__What to do__: Provide a verbatim copy of the data below.

━━━━━ Material shown ━━━━━

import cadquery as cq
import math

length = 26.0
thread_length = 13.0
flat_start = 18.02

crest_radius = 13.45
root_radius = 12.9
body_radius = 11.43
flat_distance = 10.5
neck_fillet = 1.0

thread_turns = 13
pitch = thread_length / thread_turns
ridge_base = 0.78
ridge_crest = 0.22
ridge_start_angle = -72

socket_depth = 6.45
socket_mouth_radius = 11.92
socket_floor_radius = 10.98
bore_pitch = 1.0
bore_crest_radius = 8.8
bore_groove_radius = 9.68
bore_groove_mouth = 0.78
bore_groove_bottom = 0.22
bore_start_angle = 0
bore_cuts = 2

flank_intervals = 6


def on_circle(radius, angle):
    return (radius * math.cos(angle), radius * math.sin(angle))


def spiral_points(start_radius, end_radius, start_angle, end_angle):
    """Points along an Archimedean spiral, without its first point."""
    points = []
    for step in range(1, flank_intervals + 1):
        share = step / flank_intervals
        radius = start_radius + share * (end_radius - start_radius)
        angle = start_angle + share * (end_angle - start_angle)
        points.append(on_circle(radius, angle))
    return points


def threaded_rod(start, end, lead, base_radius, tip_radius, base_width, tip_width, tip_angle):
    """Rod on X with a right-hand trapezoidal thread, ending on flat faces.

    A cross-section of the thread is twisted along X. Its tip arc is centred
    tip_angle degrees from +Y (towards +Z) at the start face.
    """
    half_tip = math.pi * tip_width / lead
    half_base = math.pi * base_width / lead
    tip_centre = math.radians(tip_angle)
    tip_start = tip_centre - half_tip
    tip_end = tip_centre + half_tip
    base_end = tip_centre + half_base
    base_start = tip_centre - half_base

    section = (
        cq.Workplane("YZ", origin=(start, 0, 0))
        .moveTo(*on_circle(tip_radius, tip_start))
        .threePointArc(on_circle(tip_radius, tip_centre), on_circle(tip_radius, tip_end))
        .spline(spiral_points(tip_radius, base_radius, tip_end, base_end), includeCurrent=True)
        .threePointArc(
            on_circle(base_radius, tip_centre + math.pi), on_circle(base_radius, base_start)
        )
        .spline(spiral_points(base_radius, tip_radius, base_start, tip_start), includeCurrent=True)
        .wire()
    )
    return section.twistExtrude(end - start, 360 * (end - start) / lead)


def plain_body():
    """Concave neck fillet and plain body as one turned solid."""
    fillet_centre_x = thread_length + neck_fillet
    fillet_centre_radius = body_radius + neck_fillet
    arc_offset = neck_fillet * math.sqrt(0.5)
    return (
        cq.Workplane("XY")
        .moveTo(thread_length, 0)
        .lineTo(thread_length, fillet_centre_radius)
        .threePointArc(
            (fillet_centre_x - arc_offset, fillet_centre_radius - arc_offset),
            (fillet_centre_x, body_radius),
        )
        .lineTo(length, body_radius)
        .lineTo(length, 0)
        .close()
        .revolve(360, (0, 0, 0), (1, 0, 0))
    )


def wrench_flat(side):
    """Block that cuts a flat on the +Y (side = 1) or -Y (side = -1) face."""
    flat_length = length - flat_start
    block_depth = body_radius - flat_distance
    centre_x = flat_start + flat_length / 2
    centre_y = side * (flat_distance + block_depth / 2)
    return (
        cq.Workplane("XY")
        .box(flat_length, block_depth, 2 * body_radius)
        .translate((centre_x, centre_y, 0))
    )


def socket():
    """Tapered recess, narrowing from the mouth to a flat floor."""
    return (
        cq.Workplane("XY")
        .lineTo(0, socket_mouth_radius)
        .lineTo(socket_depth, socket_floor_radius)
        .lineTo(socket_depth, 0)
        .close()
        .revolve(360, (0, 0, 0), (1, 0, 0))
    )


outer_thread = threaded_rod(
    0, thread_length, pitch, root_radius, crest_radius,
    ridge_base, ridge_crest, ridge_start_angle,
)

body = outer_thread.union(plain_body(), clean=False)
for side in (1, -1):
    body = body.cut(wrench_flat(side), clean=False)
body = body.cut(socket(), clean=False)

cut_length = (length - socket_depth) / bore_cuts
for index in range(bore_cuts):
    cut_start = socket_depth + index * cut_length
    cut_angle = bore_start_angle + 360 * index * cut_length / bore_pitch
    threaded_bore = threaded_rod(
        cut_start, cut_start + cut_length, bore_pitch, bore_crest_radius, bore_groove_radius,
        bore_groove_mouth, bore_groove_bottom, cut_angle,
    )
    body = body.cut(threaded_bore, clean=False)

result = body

━━━━━

__Result of the exercise__:
import cadquery as cq
import math

length = 26.0
thread_length = 13.0
flat_start = 18.02

crest_radius = 13.45
root_radius = 12.9
body_radius = 11.43
flat_distance = 10.5
neck_fillet = 1.0

thread_turns = 13
pitch = thread_length / thread_turns
ridge_base = 0.78
ridge_crest = 0.22
ridge_start_angle = -72

socket_depth = 6.45
socket_mouth_radius = 11.92
socket_floor_radius = 10.98
bore_pitch = 1.0
bore_crest_radius = 8.8
bore_groove_radius = 9.68
bore_groove_mouth = 0.78
bore_groove_bottom = 0.22
bore_start_angle = 0
bore_cuts = 2

flank_intervals = 6


def on_circle(radius, angle):
    return (radius * math.cos(angle), radius * math.sin(angle))


def spiral_points(start_radius, end_radius, start_angle, end_angle):
    """Points along an Archimedean spiral, without its first point."""
    points = []
    for step in range(1, flank_intervals + 1):
        share = step / flank_intervals
        radius = start_radius + share * (end_radius - start_radius)
        angle = start_angle + share * (end_angle - start_angle)
        points.append(on_circle(radius, angle))
    return points


def threaded_rod(start, end, lead, base_radius, tip_radius, base_width, tip_width, tip_angle):
    """Rod on X with a right-hand trapezoidal thread, ending on flat faces.

    A cross-section of the thread is twisted along X. Its tip arc is centred
    tip_angle degrees from +Y (towards +Z) at the start face.
    """
    half_tip = math.pi * tip_width / lead
    half_base = math.pi * base_width / lead
    tip_centre = math.radians(tip_angle)
    tip_start = tip_centre - half_tip
    tip_end = tip_centre + half_tip
    base_end = tip_centre + half_base
    base_start = tip_centre - half_base

    section = (
        cq.Workplane("YZ", origin=(start, 0, 0))
        .moveTo(*on_circle(tip_radius, tip_start))
        .threePointArc(on_circle(tip_radius, tip_centre), on_circle(tip_radius, tip_end))
        .spline(spiral_points(tip_radius, base_radius, tip_end, base_end), includeCurrent=True)
        .threePointArc(
            on_circle(base_radius, tip_centre + math.pi), on_circle(base_radius, base_start)
        )
        .spline(spiral_points(base_radius, tip_radius, base_start, tip_start), includeCurrent=True)
        .wire()
    )
    return section.twistExtrude(end - start, 360 * (end - start) / lead)


def plain_body():
    """Concave neck fillet and plain body as one turned solid."""
    fillet_centre_x = thread_length + neck_fillet
    fillet_centre_radius = body_radius + neck_fillet
    arc_offset = neck_fillet * math.sqrt(0.5)
    return (
        cq.Workplane("XY")
        .moveTo(thread_length, 0)
        .lineTo(thread_length, fillet_centre_radius)
        .threePointArc(
            (fillet_centre_x - arc_offset, fillet_centre_radius - arc_offset),
            (fillet_centre_x, body_radius),
        )
        .lineTo(length, body_radius)
        .lineTo(length, 0)
        .close()
        .revolve(360, (0, 0, 0), (1, 0, 0))
    )


def wrench_flat(side):
    """Block that cuts a flat on the +Y (side = 1) or -Y (side = -1) face."""
    flat_length = length - flat_start
    block_depth = body_radius - flat_distance
    centre_x = flat_start + flat_length / 2
    centre_y = side * (flat_distance + block_depth / 2)
    return (
        cq.Workplane("XY")
        .box(flat_length, block_depth, 2 * body_radius)
        .translate((centre_x, centre_y, 0))
    )


def socket():
    """Tapered recess, narrowing from the mouth to a flat floor."""
    return (
        cq.Workplane("XY")
        .lineTo(0, socket_mouth_radius)
        .lineTo(socket_depth, socket_floor_radius)
        .lineTo(socket_depth, 0)
        .close()
        .revolve(360, (0, 0, 0), (1, 0, 0))
    )


outer_thread = threaded_rod(
    0, thread_length, pitch, root_radius, crest_radius,
    ridge_base, ridge_crest, ridge_start_angle,
)

body = outer_thread.union(plain_body(), clean=False)
for side in (1, -1):
    body = body.cut(wrench_flat(side), clean=False)
body = body.cut(socket(), clean=False)

cut_length = (length - socket_depth) / bore_cuts
for index in range(bore_cuts):
    cut_start = socket_depth + index * cut_length
    cut_angle = bore_start_angle + 360 * index * cut_length / bore_pitch
    threaded_bore = threaded_rod(
        cut_start, cut_start + cut_length, bore_pitch, bore_crest_radius, bore_groove_radius,
        bore_groove_mouth, bore_groove_bottom, cut_angle,
    )
    body = body.cut(threaded_bore, clean=False)

result = body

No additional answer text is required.